Harness-1: Reinforcement Learning for Search Agents with State-Externalizing Harnesses
Researchers introduce Harness-1, a 20B parameter search agent that separates semantic decision-making from state management by externalizing working memory to a stateful harness environment. The system achieves 73% average curated recall across eight retrieval benchmarks, outperforming comparable open-source searchers by 11.4 points while generalizing well to held-out transfer tasks.

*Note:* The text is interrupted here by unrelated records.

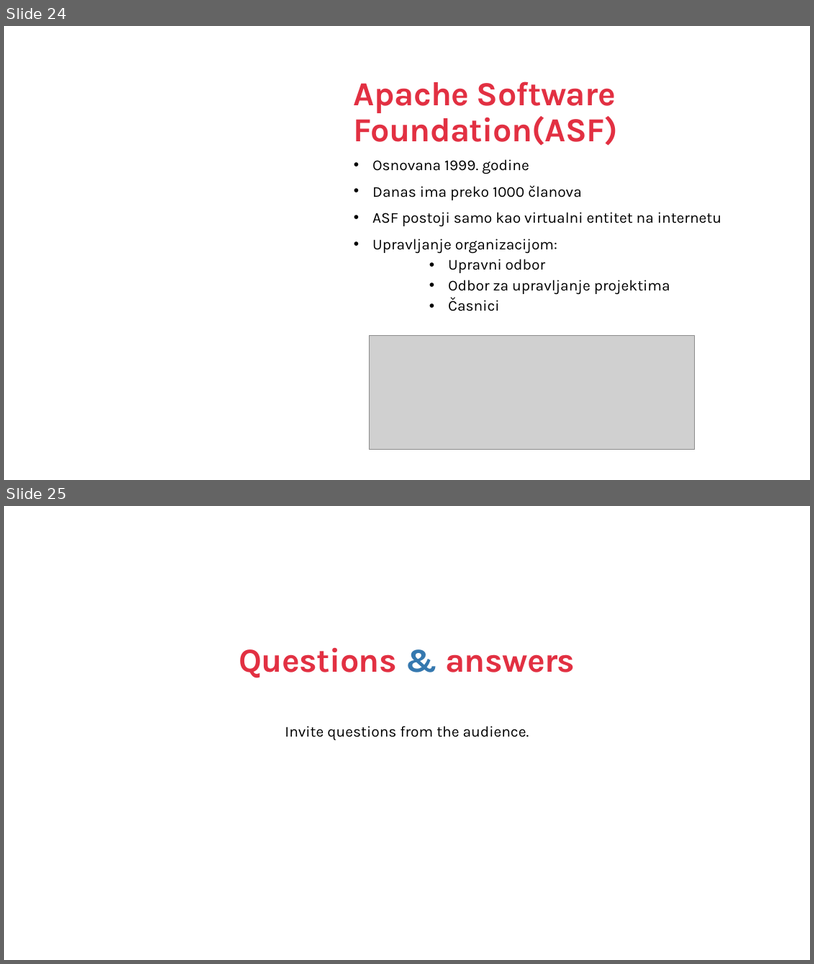
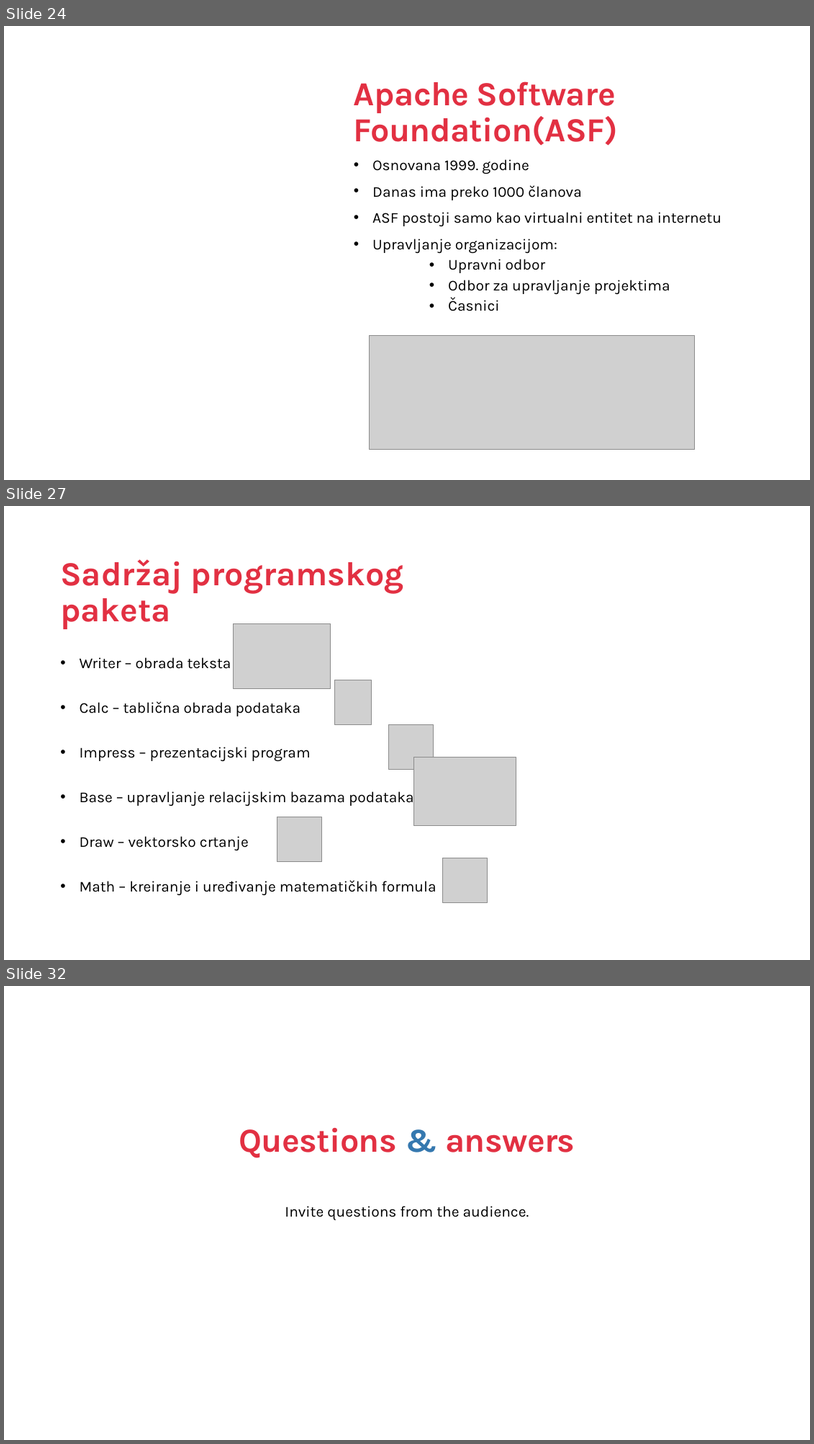
Before and after one commit to CvetkovskiIvor/ProgramskoInzenjerstvoSeminar, a slide deck: Open Source Prezentacija.pptx. Shown one above the other, each under a label of ours: slides 24 and 25 before the commit, slides 24, 27 and 32 after it; the slides between them are not shown. The pictures are 814x964 and 814x1444 pixels, drawn with LibreOffice and Linux fonts; fonts in the diff are those of the drawing; grey boxes stand for pictures; background and template pictures are left out. Boxes give left, top, right and bottom in pixels: in the first picture for what was removed or moved away, otherwise in the second. Text is boxed around its words. In the diff, an @@ line names an element or a change of style, - is before the commit and + after.

```diff
--- a/Open Source Prezentacija.pptx
+++ b/Open Source Prezentacija.pptx
@@ slide 27 added at [4,506,810,960], background #FFFFFF @@
@@ title added at [60,559,404,629], 40 pt, text #E23042, bold @@
+Sadržaj programskog paketa
@@ picture added at [233,623,331,688] @@
@@ text added at [80,657,437,895], 18 pt, text #000000 @@
+• Writer – obrada teksta
+• Calc – tablična obrada podataka
+• Impress – prezentacijski program
+• Base – upravljanje relacijskim bazama podataka
+• Draw – vektorsko crtanje
+• Math – kreiranje i uređivanje matematičkih formula
@@ picture added at [335,680,372,724] @@
@@ picture added at [389,724,434,769] @@
@@ picture added at [414,757,517,826] @@
@@ picture added at [278,817,322,861] @@
@@ picture added at [443,858,487,902] @@
@@ what was slide 25 is now slide 32 @@
```
Also in this commit, not shown: 1 slide changed, 6 other slides added.

Harness-1 addresses a fundamental architectural inefficiency in reinforcement learning-based search agents: forcing neural policies to simultaneously optimize search strategy and manage routine bookkeeping creates unnecessary cognitive load on the model. By moving working memory, candidate pools, evidence tracking, and context management to an external harness, the researchers allow the policy to focus exclusively on high-level semantic decisions like what to search for, which documents matter, and when to stop searching.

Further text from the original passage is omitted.